For any given situation there is an optimal solution where the cost of the superstructure added to the cost of the substructure is at some minimum value. This optimal solution is largely dependent upon the ground conditions over which the viaduct must carry the road or railway. If the crossing conditions are particularly difficult, for example if there is a deep fast flowing river to cross, or the depth to solid rock foundations requires expensive deep piled foundations, the larger spans will reduce the significant cost of this element of the bridge up until the point where the cost of the spans begins to dominate the overall cost off the scheme. Conversely if the ground conditions lend themselves to multiple, relatively cheap sub structure components, the span superstructure costs will be predominant in the equation for the overall cost of the scheme and multiple smaller spans become the optimal solution in this instance. There are of course other factors at play in the real world and choices such as the type of bridge–cable stayed versus suspension or steel versus concrete produce an analogous mountain range of options. The techniques for optimizing solutions based on such variables are well established. That is to say, the figurative landscape on which operate is fixed with one optimum, highest mountain peak among the possible solutions or a handful of peaks in our mountain range which are close enough in height to be considered as legitimate alternative options to the solution of our bridge scheme design. Over time, the peaks in our analogous landscape may become slightly lower or higher as developments in material science and construction techniques chip away, weathering the landscape or raise new mountains like volcanoes rising above the others over comparatively geological timescales. The multispan brick arch viaducts of the Victorian era, once the most efficient method and ubiquitous in the viaduct world, give way to longer spans in wrought iron, steel or concrete, utilizing new construction innovations such as reinforced and prestressed concrete to create the modern architecturally beautiful and structurally wonderous cable stayed viaducts such as that by Michel Virogeux and Norman Foster at Millau. The immediate future may bring us composites with polymer components and carbon fibre reinforcement and new maps produced will help us navigate the slight shift in the peaks of the civil engineering world. Or will they?

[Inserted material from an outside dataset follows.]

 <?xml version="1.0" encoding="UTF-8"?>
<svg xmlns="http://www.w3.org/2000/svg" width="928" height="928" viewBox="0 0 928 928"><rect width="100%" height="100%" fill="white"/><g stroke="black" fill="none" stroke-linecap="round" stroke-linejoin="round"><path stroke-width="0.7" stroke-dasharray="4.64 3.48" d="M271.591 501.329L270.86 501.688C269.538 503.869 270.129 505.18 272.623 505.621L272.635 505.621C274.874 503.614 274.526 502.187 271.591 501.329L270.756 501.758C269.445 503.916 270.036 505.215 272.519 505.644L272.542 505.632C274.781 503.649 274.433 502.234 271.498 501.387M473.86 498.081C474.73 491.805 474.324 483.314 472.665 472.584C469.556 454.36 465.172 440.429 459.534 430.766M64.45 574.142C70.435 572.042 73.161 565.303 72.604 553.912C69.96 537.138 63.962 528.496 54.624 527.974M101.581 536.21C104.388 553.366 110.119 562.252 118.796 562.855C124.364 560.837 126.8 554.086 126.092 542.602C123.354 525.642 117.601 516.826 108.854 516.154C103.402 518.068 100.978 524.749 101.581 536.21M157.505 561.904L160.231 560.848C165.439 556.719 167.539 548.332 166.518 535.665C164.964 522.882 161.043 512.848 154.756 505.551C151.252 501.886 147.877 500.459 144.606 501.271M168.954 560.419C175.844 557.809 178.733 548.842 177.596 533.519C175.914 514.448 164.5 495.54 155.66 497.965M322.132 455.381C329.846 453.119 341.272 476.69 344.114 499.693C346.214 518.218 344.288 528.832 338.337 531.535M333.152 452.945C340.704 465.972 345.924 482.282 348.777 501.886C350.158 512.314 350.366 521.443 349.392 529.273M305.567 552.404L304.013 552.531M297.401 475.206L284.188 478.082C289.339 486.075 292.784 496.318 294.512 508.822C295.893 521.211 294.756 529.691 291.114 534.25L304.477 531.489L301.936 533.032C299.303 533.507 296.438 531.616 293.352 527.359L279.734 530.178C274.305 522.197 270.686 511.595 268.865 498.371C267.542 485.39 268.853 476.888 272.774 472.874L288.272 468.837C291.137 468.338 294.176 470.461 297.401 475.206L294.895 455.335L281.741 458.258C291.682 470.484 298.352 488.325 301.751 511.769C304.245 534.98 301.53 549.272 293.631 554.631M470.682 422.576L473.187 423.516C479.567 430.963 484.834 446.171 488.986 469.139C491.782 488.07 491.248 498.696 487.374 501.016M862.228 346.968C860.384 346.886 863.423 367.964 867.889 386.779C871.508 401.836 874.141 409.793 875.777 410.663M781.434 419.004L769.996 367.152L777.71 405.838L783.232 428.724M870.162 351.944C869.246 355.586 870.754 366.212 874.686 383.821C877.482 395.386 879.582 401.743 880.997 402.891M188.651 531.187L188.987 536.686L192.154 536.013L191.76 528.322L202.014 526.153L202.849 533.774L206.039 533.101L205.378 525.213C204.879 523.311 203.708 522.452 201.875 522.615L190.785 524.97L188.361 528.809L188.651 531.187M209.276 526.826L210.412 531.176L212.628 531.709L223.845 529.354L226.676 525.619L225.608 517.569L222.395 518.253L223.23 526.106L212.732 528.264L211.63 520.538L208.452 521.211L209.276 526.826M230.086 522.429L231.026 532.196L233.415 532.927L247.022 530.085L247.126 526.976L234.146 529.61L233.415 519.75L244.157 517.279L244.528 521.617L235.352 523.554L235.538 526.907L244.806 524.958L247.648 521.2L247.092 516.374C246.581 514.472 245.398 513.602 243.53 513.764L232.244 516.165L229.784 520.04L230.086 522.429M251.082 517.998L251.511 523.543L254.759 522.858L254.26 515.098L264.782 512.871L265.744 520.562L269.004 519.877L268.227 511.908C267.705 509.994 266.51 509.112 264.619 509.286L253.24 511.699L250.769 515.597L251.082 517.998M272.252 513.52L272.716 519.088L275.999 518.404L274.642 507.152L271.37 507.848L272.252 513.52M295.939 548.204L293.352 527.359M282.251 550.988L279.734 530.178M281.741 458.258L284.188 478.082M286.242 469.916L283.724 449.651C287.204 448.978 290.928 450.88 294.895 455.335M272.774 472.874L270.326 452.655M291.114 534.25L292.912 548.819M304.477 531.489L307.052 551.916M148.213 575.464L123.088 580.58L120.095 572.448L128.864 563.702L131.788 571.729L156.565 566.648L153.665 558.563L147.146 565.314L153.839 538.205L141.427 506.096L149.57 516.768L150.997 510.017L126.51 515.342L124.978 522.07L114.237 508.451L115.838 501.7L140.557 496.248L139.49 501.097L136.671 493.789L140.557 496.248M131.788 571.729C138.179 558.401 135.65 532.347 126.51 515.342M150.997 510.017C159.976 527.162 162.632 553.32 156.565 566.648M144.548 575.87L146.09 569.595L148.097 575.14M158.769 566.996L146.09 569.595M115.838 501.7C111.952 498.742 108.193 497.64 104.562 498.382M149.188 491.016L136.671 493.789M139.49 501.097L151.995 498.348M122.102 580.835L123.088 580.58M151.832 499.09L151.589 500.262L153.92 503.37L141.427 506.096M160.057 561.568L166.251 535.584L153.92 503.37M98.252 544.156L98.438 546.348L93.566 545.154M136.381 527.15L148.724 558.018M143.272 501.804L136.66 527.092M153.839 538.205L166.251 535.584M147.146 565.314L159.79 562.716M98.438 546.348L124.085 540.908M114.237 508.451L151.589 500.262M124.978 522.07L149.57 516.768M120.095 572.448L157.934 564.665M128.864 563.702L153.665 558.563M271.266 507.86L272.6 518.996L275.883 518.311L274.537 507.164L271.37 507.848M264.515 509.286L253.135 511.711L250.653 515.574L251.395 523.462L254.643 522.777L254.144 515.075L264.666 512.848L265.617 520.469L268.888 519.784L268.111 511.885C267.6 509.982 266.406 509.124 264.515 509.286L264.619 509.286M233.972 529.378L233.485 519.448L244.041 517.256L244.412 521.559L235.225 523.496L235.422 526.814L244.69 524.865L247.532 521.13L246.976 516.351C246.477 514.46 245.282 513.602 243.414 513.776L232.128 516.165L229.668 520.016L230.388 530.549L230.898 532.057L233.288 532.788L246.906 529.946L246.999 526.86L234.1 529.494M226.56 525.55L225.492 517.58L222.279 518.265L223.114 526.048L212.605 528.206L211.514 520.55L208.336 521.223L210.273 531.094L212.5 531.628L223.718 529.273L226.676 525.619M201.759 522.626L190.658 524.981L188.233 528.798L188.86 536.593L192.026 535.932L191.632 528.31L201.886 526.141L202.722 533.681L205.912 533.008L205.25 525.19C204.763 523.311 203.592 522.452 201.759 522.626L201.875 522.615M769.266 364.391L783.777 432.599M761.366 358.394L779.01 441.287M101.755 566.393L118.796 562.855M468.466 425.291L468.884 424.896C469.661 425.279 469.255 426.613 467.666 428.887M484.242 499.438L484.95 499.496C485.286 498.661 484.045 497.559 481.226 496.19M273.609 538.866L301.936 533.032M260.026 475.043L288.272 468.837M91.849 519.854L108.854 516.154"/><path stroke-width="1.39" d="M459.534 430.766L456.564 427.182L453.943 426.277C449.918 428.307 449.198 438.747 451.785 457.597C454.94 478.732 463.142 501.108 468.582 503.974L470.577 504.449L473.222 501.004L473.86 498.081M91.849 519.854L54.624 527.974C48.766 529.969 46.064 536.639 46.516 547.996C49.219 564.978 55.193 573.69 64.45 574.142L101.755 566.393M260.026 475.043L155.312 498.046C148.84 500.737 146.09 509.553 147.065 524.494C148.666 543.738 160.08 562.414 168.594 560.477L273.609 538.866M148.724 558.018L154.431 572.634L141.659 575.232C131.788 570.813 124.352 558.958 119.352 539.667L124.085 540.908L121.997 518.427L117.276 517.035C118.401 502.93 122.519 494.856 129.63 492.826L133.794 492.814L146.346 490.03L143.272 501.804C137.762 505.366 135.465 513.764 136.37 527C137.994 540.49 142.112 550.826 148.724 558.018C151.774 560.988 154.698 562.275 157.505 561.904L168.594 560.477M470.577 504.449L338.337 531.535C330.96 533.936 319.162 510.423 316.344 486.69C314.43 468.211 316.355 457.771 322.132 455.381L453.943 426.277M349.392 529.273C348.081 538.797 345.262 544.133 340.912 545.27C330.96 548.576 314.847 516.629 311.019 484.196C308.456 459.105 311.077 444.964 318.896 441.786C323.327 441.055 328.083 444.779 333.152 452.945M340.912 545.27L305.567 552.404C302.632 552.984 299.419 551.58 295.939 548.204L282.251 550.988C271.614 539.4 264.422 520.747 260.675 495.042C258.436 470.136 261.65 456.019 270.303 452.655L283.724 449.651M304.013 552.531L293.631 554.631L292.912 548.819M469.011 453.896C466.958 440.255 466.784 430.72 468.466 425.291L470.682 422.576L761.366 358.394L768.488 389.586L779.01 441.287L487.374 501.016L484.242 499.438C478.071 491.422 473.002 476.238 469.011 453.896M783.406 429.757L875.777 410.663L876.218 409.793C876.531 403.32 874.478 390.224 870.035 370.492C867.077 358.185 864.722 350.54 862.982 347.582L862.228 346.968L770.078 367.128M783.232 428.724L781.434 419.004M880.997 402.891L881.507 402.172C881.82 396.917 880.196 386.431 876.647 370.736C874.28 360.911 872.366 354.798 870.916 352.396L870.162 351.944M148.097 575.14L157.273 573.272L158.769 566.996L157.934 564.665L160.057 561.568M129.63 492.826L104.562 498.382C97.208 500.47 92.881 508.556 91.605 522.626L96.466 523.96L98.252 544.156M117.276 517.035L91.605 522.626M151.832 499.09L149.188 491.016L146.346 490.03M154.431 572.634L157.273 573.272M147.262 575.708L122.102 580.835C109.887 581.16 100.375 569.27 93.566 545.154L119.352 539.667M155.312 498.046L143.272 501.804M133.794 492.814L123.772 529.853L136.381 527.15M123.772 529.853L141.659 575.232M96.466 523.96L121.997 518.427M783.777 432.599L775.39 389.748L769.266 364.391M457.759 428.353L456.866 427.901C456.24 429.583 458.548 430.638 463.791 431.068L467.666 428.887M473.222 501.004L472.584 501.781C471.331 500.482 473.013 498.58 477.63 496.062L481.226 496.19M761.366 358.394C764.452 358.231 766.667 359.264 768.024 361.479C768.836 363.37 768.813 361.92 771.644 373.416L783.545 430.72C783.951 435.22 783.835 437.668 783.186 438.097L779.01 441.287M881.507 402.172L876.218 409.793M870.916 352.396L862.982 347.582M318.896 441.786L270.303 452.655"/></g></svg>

Up to now, these techniques have developed slowly enough for the explorers and surveyors to keep pace with the analogously glacially slow landscape changes in a world where we design bridges to have a useful design life of 120 years or so. These changes in the design landscape have been slow enough to allow for the engineer’s “maps” – the codes of practice and specifications – to be updated regularly enough to keep pace. As we move towards a rate of change of technological best practice that is more analogous to a rapidly changing seascape, we will need a whole new set of maps and mapping strategies. Topographical models that change very rapidly. Too rapidly to keep pace with using our current mapping methods.

If, by the time it takes to secure public funding for a large transportation project, the peak of the wave we were once riding when we set out has suddenly dumps us into a white-water trough in our rapidly changing seascape, we risk pursuing solutions no longer relevant to the situation. This approach might be just as futile as deciding to build a brick arched railway viaduct reliant on Victorian methods of construction. The expedition we planned based on the maps we had at project inception may no longer relevant to the journey as we set out on the climb. The peak may move before we get to it. Techniques for complex systems analogous to these seascapes are being honed in industries such as telecommunications and the expansion of the internet which adapt in a lean and agile fashion. We, in our industry, should be finding new ways to apply the principles for navigating best solutions to the ever more quickly moving, “dancing” landscapes of the waves of change in civil engineering for a modern society.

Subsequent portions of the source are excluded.